CGH.
DNA labeling and CGH on normal rat chromosomes obtained from fetal rats were performed as described previously (15). Briefly, equal amounts of digoxigenin- and biotin-labeled genomic DNA from drug-treated and from BVDU + drug-treated tumors, respectively, were hybridized to normal metaphases obtained from fetal rat cells. Hybrid molecules were detected with one layer of avidin-FITC (Sigma, Munich, Germany) and rhodamine-antidigoxigenin Fab fragments (Roche Diagnostics, Mannheim, Germany). Slides were mounted and counterstained with antifade solution containing 1 µg/ml 4,6-diamidino-2-phenylindole and actinomycin D (both Serva, Heidelberg, Germany) and analyzed using a cooled CCD camera (Hamamatsu Photonics, Herrsching, Germany) mounted on a Zeiss Axioskop epifluorescence microscope (Carl Zeiss, Göttingen, Germany). The ISIS Digital Image Analysis System (MetaSystems, Altlussheim, Germany) was used for ratio profile analysis, which was based on >7 well-hybridized metaphases.

Real-Time PCR.
Genomic DNA was isolated from each cell subline at various time points using the DNeasy Tissue kit (Qiagen, Hilden, Germany) in accordance with the manufacturer’s instructions. Real-time PCR was performed using the ABI Prism 7700 Sequence Detection System (Applied Biosystems, Foster City, CA). For the target gene, Dhfr, amplification mixes (30 µl) contained 0.8 ng genomic DNA, 10x SYBR-Green buffer, 200 µM dATP, dCTP, dGTP, and 400 µM dUTP, 3 mM MgCl₂, 0.75 units of AmpliTaq Gold, 0.3 units of AmpErase uracil N-glycosylase (Applied Biosystems), and 200 nM of each primer (Thermo Hybaid, Ulm, Germany). For the reference gene,18S rRNA, 10x TaqMan buffer, 5 mM MgCl₂, 400 nM of each primer, and 200 nM TaqMan fluorogenic probe (Thermo Hybaid) were used. Thermal cycling consisted of 40 cycles at 95°C for 15 s and 60°C for 1 min, and contained an initial step of 2 min at 50°C and 10 min at 95°C. We prepared a reference calibration curve with stepwise dilutions (1:5) starting with 100 ng genomic DNA. Each 96-well microplate included the standard curve and the sample genomic DNA in triplicate. The normalized Dhfr gene copy number was derived from the ratio of the Dhfr gene copy number to the 18S rRNA reference gene copy number. The amplification of the Dhfr gene was calculated relative to the Dhfr gene copy number of an untreated 3T6 cell line.

Assay of NQO1 Enzyme Activity.
DT-D was assayed as dicoumarol-inhibitable NAD(P)H: dichlorophenolindophenol reductase essentially as described by Hodnick and Sartorelli (16). Equal numbers of exponentially growing AH13r cells were removed from the medium by centrifugation and resuspended in 1 ml of ice-cold PBS. Cells were kept on ice and homogenized twice for 30 s with an Ultra-Turrax T8 homogenizer (IKA, Staufen, Germany). Dicoumarol-sensitive NADPH:2,6-dichloroindophenol (DCPIP) reductase was assayed in a reaction mixture containing 0.05 M potassium phosphate (pH 7.5), 0.3 mM NADPH, 0.04 mM DCPIP, 0.07% BSA, and 0.1 ml of homogenized cells in a final volume of 1 ml. The reaction was initiated by the addition of NADPH, and the rate of DCPIP reduction was determined at a wavelength of 600 nm. Dicoumarol (1 µM final concentration) was then added, and the rate was measured again. The rate of dicoumarol-sensitive NADPH:DCPIP reductase was determined as the difference between the uninhibited and dicoumarol-inhibited rates.

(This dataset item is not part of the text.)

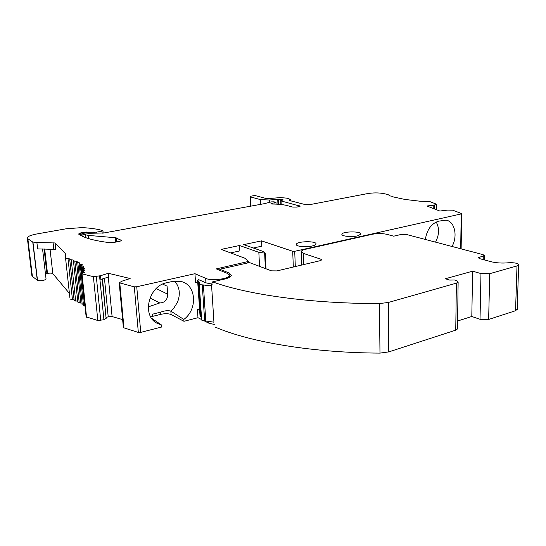 <?xml version="1.0" encoding="UTF-8"?>
<svg xmlns="http://www.w3.org/2000/svg" width="546" height="546" viewBox="0 0 546 546"><rect width="100%" height="100%" fill="white"/><g stroke="black" fill="none" stroke-linecap="round" stroke-linejoin="round"><path stroke-width="0.82" d="M162.708 284.091L167.083 286.179L167.711 294.185C167.54 299.815 164.885 302.743 159.732 302.962L149.959 297.932M148.253 306.879L159.732 302.962M156.211 288.541L167.711 294.185M436.206 221.99C439.516 228.085 439.298 234.8 435.551 242.137M174.584 281.047L174.72 281.183C179.675 287.06 180.603 294.082 177.491 302.259L173.628 308.422L170.837 311.131C168.27 310.271 164.872 310.613 160.64 312.162L152.491 314.189L152.675 316.352L150.785 316.946M253.324 248L261.78 246.185L261.527 240.868L292.711 251.276L294.724 251.296L461.199 213.916L460.694 248.758M261.527 240.868L243.693 244.635L263.042 251.399L265.26 253.201L258.845 252.32L239.564 245.509L239.858 250.901L230.569 252.9M197.802 283.238L195.529 282.227L194.942 273.696L136.739 286.766L134.296 286.827L119.192 282.773L122.256 281.074L130.146 278.521L108.381 273.287L108.729 276.952L100.853 279.429L100.491 275.737L93.393 276.672L82.016 273.853L81.607 273.546L84.459 272.345L82.883 271.301L84.937 270.25L82.972 269.253L84.712 268.257L82.364 267.315L83.797 266.366L81.081 265.499L82.221 264.598L79.143 263.8L80.003 262.96L76.59 262.244L77.191 261.609M55.057 242.956L55.788 249.433L37.64 248.901L36.882 242.458L55.057 242.956L65.261 253.521L65.568 256.367M82.159 236.159L81.75 233.79L85.217 232.971L88.841 233.313L103.965 232.965L264.005 203.733L271.382 201.883L274.051 201.815L276.003 202.45L270.98 203.569L271.833 204.033C278.078 204.047 283.094 204.545 286.889 205.514L292.793 207.091L296.922 207.091L300.17 206.19L281.047 200.921L283.094 199.788L280.658 199.16L269.294 200.013L260.558 199.631L250.498 196.929L250.054 196.608L251.317 196.11L254.818 195.488L266.974 198.71L280.344 197.597L286.452 198.102L288.895 198.724L290.452 199.802L289.551 200.532L303.808 204.218L311.984 204.218L367.622 193.584C373.232 192.69 378.521 192.677 383.504 193.55L387.899 194.506L390.192 195.953L392.854 196.369L393.209 196.915L404.948 199.44L420.058 201.221L429.736 201.542L436.834 204.361L433.797 205.153L433.783 208.087L432.637 208.231M183.825 319.43L183.961 321.301L171.103 314.544L170.837 311.131L183.825 319.43C197.645 309.562 196.485 285.462 181.716 281.634L172.707 281.374L166.735 282.726C148.84 285.797 141.537 314.967 156.566 323.027L161.664 325.082L161.821 326.979L140.745 332.377L138.336 332.439L123.382 327.682L119.205 282.883M151.638 318.311L161.664 325.082M452.013 246.471C458.039 236.084 454.641 221 445.843 220.147L438.513 221.191C431.36 223.573 426.965 229.661 425.341 239.448M45.461 273.928L47.495 273.41C50.164 272.966 51.945 273.034 52.826 273.628L69.424 293.414M102.532 278.897L106.074 318.113M104.45 278.296L108.21 316.769L106.32 317.444M108.292 277.088L112.101 316.578L108.21 316.769M171.103 314.544C168.537 313.506 165.11 313.438 160.817 314.332L152.675 316.352M312.025 246.028C314.346 245.488 315.649 244.84 315.936 244.082C317.356 240.8 296.867 241.052 296.341 244.315C295.338 246.396 305.719 247.556 312.025 246.028M357.453 235.879L360.872 234.193C362.285 231.156 342.472 231.17 341.926 234.193C340.895 236.172 351.433 237.339 357.453 235.879M265.26 253.201L265.984 268.775M264.653 253.337L265.37 268.543M258.845 252.32L259.527 266.352M194.942 273.696L205.651 278.317C210.783 281.183 229.143 278.992 229.381 275.518L227.832 273.594L216.312 268.898L248.594 261.411L244.69 258.135L221.137 249.399L239.564 245.509M122.625 319.587L112.101 316.578M108.381 273.287L100.491 275.737M106.101 318.366L103.911 319.744L97.83 320.522L86.145 316.851L81.613 273.621M85.019 306.06L83.545 305.617L79.15 263.868M83.408 304.32L80.992 303.808L76.597 262.305M77.177 261.466L73.437 260.831L73.806 260.415M80.876 302.689L77.86 302.163L73.444 260.892M73.778 260.114L69.731 259.568L69.827 258.92L69.881 259.37M77.757 301.208L74.174 300.682L69.738 259.63M69.827 258.92L65.568 258.183L69.929 298.061M74.085 299.884L70.038 299.065M65.261 253.521L65.738 254.729L65.568 258.183M32.753 242.069L27.853 238.725L32.391 276.378L37.299 280.275L32.753 242.069L36.882 242.458M46.048 278.979L46.062 279.108C43.973 280.671 41.121 281.101 37.503 280.398L37.299 280.275M102.198 233.299L101.986 231.149L102.955 230.746L101.59 230.262C96.437 228.917 89.947 228.03 82.118 227.6L66.312 228.76L36.814 233.961C30.985 235.06 27.819 236.336 27.307 237.803L27.853 238.725M32.391 276.378L31.825 275.314L27.348 238.145M101.986 231.149L96.478 232.152L96.546 232.828M88.513 238.575L88.193 235.394L115.226 237.701L121.751 240.458L119.786 241.312L113.561 242.506L109.937 242.69C94.274 240.786 83.804 237.906 78.528 234.029L80.453 232.978L84.446 232.255L96.478 232.152M81.927 233.941L88.193 235.394M433.797 205.153L426.89 205.999L439.844 211.036L447.686 210.08L452.593 210.155L461.425 213.486L461.199 213.916M208.497 321.621L208.592 323.082L204.245 320.877M214.871 324.597L208.592 323.082M183.961 321.301L197.98 317.711L197.406 309.37L199.665 310.476M199.549 308.831L197.406 309.37M205.651 278.317L205.944 282.848L212.298 284.159M229.156 274.529L229.286 273.075L231.34 275.464C230.856 276.883 228.549 278.098 224.406 279.108L212.599 281.866L211.152 285.462L210.183 285.442L211.616 285.988L202.259 284.848C200.266 284.835 199.256 284.527 199.222 283.934L199.57 283.238L198.689 281.299L197.604 280.357L198.635 279.641L205.944 282.848M201.645 319.56L197.98 317.711M219.765 270.304L219.813 269.233L249.426 262.565L271.505 270.843L276.904 270.912L320.229 260.674L321.69 259.903L320.939 259.214L303.269 253.358L303.658 264.592M489.728 273.683L488.643 319.465L480.023 319.287L471.799 316.489L472.624 271.185L480.978 273.573L489.728 273.683L517.001 265.936L518.659 264.967C518.038 263.24 514.673 262.503 508.579 262.769C502.156 263.363 496.266 262.995 490.909 261.677L479.524 258.62L478.316 257.726L484.302 255.528L483.094 254.654L406.272 234.432L401.406 234.405L393.714 236.179L386.855 234.33C382.302 233.333 377.477 233.306 372.386 234.254L305.589 249.276C302.996 249.877 301.535 250.614 301.201 251.488L303.269 253.358M517.212 309.145L515.554 310.722L488.643 319.465M471.799 316.489L457.596 321M212.599 281.866C247.399 294.601 310.66 303.672 379.429 303.562L388.342 302.477L456.367 283.156L458.128 282.105L456.279 280.535L454.552 280.009L449.665 280.071L445.352 278.753L472.624 271.185M457.493 328.467L457.487 328.951L455.746 330.153L388.752 351.911L379.982 353.105C312.305 352.818 249.945 342.049 215.493 327.204M203.392 284.93L205.794 320.98L213.936 322.195L211.616 285.988M205.794 320.98L204.675 320.877L202.259 284.848M199.235 284.118L201.665 319.84C201.699 320.509 202.709 320.857 204.675 320.877M198.751 282.145L201.576 318.598M201.105 316.816L200.027 315.841L197.611 280.535M198.273 280.985L200.703 316.543M229.286 273.075L219.813 269.233M148.287 305.651L149.809 306.456M44.076 248.956L46.915 273.526M44.67 248.962L47.495 273.41M50.02 249.003L52.826 273.628M160.64 312.162L160.817 314.332M294.724 251.296L295.297 266.564M292.711 251.276L293.311 267.035M247.741 261.841L247.795 262.926M136.739 286.766L140.745 332.377M134.296 286.827L138.336 332.439M119.799 283.231L123.99 328.214M99.57 275.962L103.911 319.744M96.321 276.617L100.723 320.468M93.393 276.672L97.83 320.522M82.016 273.853L86.555 317.206M83.415 271.621L83.531 272.768M83.627 269.594L83.75 270.809M83.142 267.67L83.279 268.973M81.996 265.847L82.739 272.986M80.207 264.155L84.603 306.033M77.791 262.592L82.193 304.218M74.795 261.172L79.204 302.566M71.239 259.896L75.669 301.078M68.018 258.743L72.468 299.727M53.795 249.037L53.071 242.574M32.951 242.171L37.503 280.398M94.315 232.139L94.397 232.944M93.926 231.968L94.021 232.971M93.045 231.873L93.161 233.026M86.582 232.036L86.671 232.917M84.446 232.255L84.534 233.101M80.453 232.978L80.706 235.415M121.43 240.103L121.492 240.752M116.339 237.926L116.707 241.905M115.226 237.701L115.636 242.11M88.534 235.428L88.868 238.684M85.51 237.565L85.237 234.93M274.925 202.771L274.979 204.081M271.881 203.303L271.915 204.033M270.98 203.569L271 203.965M299.618 205.794L299.645 206.531M281.047 200.921L281.197 204.511M280.658 199.16L280.876 204.477M278.678 199.16L278.89 204.293M278.242 199.242L278.453 204.259M277.743 199.304L277.948 204.224M269.294 200.013L269.396 202.218M260.558 199.631L260.776 204.327M250.498 196.929L250.962 206.129M436.302 204.62L436.268 209.644M434.452 205.043L434.432 208.927M320.939 259.214L320.973 260.442M483.299 256.094L483.224 259.609M479.34 257.146L479.313 258.558M517.001 265.936L515.554 310.722M480.978 273.573L480.023 319.287M456.367 283.156L455.746 330.153M388.342 302.477L388.752 351.911M379.429 303.562L379.982 353.105M211.725 285.08L210.183 285.442M154.907 321.853L156.566 323.027M296.341 244.315L296.362 244.745M341.926 234.193L341.939 234.589M248.594 261.411L248.662 262.735M102.225 278.999L106.115 318.53M82.89 271.369L83.053 272.911M82.978 269.328L83.156 271.034M82.371 267.383L82.951 272.939M81.088 265.561L81.893 273.273M42.554 248.942L46.062 279.108M103.187 233.142L102.955 230.746M81.989 236.077L81.75 233.825M276.003 202.45L276.071 204.122M280.794 200.785L280.944 204.484M250.061 196.683L250.539 206.211M290.452 199.802L290.492 200.778M392.854 196.369L392.861 196.778M436.834 204.361L436.8 209.848M461.643 213.704L461.131 248.874M229.381 275.518L229.484 277.313M301.221 251.999L301.685 265.056M484.206 259.876L484.302 255.528M518.659 264.967L517.198 309.616M458.128 282.105L457.487 328.951"/></g></svg>

Two-Dimensional Gel Electrophoresis.
AH13r cells were treated for 17 days (36 h recovery for samples 5 and 6) as follows: (a) DMSO (untreated control); (b) BVDU; (c) MMC; (d) MMC + BVDU; (e) recovery after MMC treatment; and (f) recovery with BVDU after MMC + BVDU treatment. Proteins of each group were separated by two-dimensional gel electrophoresis. Differentially expressed proteins were identified by MALDI-MS.